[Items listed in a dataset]
# # # # # # #
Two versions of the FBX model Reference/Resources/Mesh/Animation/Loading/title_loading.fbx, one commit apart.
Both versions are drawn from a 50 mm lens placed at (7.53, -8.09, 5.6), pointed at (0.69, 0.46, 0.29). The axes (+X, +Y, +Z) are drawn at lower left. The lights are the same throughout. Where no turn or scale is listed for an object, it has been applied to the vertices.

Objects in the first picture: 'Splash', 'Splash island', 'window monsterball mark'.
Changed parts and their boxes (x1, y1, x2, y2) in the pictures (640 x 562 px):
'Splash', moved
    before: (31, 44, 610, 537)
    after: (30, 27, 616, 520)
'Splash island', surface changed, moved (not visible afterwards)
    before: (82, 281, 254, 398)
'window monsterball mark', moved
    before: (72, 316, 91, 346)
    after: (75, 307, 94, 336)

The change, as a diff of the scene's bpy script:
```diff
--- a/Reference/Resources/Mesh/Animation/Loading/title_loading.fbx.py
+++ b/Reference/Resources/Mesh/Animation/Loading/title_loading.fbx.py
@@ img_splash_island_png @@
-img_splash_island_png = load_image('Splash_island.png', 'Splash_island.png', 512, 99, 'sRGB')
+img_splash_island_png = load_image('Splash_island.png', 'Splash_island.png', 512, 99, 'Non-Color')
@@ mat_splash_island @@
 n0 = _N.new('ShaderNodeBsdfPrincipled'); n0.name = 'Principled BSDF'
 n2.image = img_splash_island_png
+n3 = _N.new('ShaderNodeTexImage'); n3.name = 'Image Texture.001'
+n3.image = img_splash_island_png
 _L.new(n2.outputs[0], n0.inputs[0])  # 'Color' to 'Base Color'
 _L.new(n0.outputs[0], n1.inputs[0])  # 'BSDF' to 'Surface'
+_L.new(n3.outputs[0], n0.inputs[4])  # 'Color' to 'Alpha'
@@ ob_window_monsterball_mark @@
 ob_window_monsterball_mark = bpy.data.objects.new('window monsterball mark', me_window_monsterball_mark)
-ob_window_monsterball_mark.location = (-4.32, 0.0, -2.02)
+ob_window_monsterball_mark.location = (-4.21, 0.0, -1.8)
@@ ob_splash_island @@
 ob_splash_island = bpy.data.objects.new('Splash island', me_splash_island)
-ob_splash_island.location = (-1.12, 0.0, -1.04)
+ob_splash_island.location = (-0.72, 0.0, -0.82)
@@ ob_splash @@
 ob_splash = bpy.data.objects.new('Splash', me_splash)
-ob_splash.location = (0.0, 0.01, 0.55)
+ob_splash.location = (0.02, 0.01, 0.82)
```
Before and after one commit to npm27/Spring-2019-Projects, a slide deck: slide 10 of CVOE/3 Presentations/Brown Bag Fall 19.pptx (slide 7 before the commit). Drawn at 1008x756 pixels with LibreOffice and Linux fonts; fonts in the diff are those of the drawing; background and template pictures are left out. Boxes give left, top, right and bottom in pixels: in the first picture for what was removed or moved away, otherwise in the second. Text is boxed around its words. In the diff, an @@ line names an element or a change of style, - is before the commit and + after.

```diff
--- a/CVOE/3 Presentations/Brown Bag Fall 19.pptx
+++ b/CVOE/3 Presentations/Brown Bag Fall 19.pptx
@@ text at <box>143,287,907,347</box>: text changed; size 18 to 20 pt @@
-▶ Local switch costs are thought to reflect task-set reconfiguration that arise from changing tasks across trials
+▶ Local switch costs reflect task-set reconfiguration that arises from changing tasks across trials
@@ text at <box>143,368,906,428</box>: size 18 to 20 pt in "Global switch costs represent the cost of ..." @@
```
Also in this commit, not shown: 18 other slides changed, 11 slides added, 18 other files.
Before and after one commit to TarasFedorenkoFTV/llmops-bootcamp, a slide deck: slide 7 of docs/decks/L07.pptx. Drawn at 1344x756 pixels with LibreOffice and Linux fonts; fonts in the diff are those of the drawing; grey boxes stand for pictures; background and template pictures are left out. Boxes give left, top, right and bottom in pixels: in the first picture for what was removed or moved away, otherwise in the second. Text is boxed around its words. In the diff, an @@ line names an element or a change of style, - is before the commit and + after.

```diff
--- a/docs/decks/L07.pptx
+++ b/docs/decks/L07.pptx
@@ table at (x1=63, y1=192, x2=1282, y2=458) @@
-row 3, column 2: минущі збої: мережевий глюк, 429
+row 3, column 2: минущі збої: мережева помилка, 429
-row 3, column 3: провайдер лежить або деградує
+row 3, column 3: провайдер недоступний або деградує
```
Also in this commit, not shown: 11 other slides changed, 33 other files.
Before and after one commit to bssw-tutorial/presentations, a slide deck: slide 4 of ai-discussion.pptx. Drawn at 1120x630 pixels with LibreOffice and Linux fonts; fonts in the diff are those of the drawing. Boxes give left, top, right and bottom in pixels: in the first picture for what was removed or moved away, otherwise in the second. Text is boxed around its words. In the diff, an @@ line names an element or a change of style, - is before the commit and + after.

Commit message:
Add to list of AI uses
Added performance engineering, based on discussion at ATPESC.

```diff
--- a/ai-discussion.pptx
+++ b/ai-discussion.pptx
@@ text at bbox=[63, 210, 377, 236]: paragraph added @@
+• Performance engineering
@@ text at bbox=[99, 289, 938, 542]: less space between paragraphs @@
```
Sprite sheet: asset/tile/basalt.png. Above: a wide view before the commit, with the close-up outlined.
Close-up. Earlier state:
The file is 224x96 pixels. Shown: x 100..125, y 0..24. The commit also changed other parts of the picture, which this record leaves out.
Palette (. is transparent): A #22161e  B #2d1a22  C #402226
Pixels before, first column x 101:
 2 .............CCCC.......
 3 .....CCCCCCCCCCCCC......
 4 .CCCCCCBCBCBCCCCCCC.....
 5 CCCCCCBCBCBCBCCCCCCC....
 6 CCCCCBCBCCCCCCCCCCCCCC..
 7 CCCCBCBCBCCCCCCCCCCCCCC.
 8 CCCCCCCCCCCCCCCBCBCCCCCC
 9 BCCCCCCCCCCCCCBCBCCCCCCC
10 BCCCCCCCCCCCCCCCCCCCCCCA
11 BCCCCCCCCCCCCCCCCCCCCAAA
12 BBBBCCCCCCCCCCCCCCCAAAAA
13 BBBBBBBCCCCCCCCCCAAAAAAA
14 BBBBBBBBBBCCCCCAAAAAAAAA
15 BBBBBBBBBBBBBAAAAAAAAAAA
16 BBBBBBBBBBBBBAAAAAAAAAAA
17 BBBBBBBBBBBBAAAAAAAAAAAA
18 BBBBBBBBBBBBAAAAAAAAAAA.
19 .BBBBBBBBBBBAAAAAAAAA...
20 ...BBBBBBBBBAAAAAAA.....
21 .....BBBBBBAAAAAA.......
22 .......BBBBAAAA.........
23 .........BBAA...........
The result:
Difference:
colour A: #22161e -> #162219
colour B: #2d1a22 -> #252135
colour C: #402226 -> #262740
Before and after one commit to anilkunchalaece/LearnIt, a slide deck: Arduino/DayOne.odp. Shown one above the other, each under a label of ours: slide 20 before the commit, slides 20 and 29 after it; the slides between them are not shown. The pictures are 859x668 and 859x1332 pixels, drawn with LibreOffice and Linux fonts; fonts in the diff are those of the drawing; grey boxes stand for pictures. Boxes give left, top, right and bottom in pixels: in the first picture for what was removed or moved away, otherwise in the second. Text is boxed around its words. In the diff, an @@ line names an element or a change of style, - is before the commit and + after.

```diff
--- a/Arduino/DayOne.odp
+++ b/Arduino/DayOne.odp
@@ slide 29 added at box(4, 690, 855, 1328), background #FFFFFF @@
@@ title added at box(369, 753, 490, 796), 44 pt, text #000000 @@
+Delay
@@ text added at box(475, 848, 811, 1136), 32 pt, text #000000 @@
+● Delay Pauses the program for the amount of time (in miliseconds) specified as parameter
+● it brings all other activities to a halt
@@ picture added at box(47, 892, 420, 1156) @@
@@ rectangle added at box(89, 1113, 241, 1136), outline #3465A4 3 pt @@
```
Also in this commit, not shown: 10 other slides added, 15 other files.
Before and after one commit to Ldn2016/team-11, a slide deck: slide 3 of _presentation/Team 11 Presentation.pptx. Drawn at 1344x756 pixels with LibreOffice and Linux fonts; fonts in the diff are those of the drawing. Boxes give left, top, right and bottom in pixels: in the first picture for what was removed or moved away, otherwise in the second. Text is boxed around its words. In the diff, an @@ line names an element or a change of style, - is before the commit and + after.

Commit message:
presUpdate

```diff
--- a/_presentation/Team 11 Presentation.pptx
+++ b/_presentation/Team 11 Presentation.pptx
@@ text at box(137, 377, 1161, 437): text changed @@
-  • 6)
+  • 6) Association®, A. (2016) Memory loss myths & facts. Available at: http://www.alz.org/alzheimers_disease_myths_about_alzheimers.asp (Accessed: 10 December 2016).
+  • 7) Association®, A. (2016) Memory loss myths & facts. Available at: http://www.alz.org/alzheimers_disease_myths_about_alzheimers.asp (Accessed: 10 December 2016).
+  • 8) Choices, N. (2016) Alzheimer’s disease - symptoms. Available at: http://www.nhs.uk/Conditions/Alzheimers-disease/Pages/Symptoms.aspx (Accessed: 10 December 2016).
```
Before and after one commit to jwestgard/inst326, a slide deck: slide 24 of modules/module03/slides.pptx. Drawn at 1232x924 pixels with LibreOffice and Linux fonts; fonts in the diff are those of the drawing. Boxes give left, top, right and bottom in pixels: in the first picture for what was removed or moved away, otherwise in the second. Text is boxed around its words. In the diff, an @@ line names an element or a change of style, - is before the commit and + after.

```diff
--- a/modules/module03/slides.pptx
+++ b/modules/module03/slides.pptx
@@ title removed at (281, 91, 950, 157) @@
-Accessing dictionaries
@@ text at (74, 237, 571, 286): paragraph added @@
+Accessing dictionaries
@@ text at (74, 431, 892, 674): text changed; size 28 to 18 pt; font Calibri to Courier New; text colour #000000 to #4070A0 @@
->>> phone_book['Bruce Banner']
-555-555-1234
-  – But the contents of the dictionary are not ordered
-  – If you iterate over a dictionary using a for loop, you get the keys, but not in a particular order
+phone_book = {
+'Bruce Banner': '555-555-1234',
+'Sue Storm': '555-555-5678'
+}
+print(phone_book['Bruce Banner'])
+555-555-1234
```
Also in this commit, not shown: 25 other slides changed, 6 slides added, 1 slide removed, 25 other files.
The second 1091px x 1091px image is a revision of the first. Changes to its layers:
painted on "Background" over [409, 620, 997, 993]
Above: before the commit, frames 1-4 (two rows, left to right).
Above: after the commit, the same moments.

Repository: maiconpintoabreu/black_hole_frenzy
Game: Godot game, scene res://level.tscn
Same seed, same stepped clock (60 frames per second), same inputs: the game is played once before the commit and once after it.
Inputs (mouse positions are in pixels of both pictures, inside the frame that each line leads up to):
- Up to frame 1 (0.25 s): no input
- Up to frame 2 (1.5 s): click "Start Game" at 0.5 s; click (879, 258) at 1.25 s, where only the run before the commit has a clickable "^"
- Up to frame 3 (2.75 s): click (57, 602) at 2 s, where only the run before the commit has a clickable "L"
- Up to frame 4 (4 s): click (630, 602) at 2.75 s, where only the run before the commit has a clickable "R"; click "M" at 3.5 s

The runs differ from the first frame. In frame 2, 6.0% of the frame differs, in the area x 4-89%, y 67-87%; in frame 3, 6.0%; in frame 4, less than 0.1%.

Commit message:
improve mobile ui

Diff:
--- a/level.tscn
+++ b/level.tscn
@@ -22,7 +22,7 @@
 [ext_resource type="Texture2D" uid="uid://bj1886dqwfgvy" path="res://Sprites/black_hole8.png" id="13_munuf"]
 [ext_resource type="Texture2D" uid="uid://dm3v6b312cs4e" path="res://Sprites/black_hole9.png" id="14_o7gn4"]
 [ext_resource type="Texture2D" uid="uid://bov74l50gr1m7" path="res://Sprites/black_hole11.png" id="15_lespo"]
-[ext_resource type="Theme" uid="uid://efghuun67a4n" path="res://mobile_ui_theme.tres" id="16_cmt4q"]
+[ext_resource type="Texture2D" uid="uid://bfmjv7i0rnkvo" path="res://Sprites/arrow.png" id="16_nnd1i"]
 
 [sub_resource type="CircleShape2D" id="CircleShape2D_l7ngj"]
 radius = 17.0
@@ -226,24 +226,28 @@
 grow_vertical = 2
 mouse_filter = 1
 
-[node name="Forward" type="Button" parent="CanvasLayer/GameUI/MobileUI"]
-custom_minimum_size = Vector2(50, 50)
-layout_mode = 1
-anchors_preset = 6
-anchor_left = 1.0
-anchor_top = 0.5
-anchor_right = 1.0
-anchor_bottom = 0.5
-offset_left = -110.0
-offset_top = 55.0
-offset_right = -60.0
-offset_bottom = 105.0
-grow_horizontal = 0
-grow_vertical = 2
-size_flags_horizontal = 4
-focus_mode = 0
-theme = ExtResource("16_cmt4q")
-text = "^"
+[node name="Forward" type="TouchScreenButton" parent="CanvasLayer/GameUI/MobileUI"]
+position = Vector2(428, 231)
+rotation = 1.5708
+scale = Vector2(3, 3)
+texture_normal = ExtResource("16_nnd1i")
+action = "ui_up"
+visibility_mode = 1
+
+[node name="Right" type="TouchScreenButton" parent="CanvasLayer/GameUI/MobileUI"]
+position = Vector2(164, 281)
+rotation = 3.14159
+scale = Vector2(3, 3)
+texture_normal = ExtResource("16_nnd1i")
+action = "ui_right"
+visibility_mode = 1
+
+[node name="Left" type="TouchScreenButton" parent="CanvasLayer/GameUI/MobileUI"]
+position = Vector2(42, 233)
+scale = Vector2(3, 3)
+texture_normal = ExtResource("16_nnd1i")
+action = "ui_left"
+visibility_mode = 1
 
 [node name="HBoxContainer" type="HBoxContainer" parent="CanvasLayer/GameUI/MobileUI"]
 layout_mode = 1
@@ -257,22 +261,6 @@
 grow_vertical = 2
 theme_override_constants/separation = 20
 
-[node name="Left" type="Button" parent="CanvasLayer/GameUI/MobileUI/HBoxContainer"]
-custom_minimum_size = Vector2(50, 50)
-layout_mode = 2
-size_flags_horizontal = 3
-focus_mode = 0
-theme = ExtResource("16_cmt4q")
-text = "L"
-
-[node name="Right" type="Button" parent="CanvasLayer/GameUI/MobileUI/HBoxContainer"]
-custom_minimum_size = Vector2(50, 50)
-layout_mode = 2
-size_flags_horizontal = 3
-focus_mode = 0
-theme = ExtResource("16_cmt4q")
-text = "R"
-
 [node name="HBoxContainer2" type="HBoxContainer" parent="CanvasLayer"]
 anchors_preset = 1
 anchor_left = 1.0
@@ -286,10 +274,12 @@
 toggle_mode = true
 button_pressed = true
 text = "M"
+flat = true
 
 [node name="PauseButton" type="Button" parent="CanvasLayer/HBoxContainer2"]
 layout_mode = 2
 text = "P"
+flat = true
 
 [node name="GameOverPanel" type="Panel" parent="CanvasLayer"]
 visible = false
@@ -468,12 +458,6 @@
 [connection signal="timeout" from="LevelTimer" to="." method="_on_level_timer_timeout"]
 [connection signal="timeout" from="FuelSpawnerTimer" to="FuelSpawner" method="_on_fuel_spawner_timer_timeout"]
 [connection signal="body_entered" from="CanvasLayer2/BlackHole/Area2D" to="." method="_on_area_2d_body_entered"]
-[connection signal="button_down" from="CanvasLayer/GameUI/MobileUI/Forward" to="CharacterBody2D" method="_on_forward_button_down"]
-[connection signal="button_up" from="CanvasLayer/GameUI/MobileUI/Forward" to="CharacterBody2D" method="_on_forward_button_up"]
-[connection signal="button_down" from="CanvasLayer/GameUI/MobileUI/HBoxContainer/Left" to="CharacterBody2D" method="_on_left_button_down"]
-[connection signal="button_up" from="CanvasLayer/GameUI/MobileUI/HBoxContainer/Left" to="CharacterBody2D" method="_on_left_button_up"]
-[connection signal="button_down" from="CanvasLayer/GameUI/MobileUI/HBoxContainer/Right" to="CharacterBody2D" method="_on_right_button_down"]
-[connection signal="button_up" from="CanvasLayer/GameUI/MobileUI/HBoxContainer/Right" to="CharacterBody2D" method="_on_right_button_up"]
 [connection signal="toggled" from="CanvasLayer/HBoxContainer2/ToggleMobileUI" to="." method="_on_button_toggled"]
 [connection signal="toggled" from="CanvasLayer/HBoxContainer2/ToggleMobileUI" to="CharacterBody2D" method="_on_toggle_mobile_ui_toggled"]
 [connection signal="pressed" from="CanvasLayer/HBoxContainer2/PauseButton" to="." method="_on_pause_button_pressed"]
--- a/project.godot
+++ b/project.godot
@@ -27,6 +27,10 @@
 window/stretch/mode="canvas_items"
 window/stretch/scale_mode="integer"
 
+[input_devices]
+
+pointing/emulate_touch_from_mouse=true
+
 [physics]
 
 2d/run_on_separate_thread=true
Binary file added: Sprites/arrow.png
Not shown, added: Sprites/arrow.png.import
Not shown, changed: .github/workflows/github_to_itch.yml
# # # # # # #
_Work order_
Take the lines above from the first through the one containing "Objects in the" and reproduce them exactly; include nothing else.

_Task answer_
Two versions of the FBX model Reference/Resources/Mesh/Animation/Loading/title_loading.fbx, one commit apart.
Both versions are drawn from a 50 mm lens placed at (7.53, -8.09, 5.6), pointed at (0.69, 0.46, 0.29). The axes (+X, +Y, +Z) are drawn at lower left. The lights are the same throughout. Where no turn or scale is listed for an object, it has been applied to the vertices.

Objects in the first picture: 'Splash', 'Splash island', 'window monsterball mark'.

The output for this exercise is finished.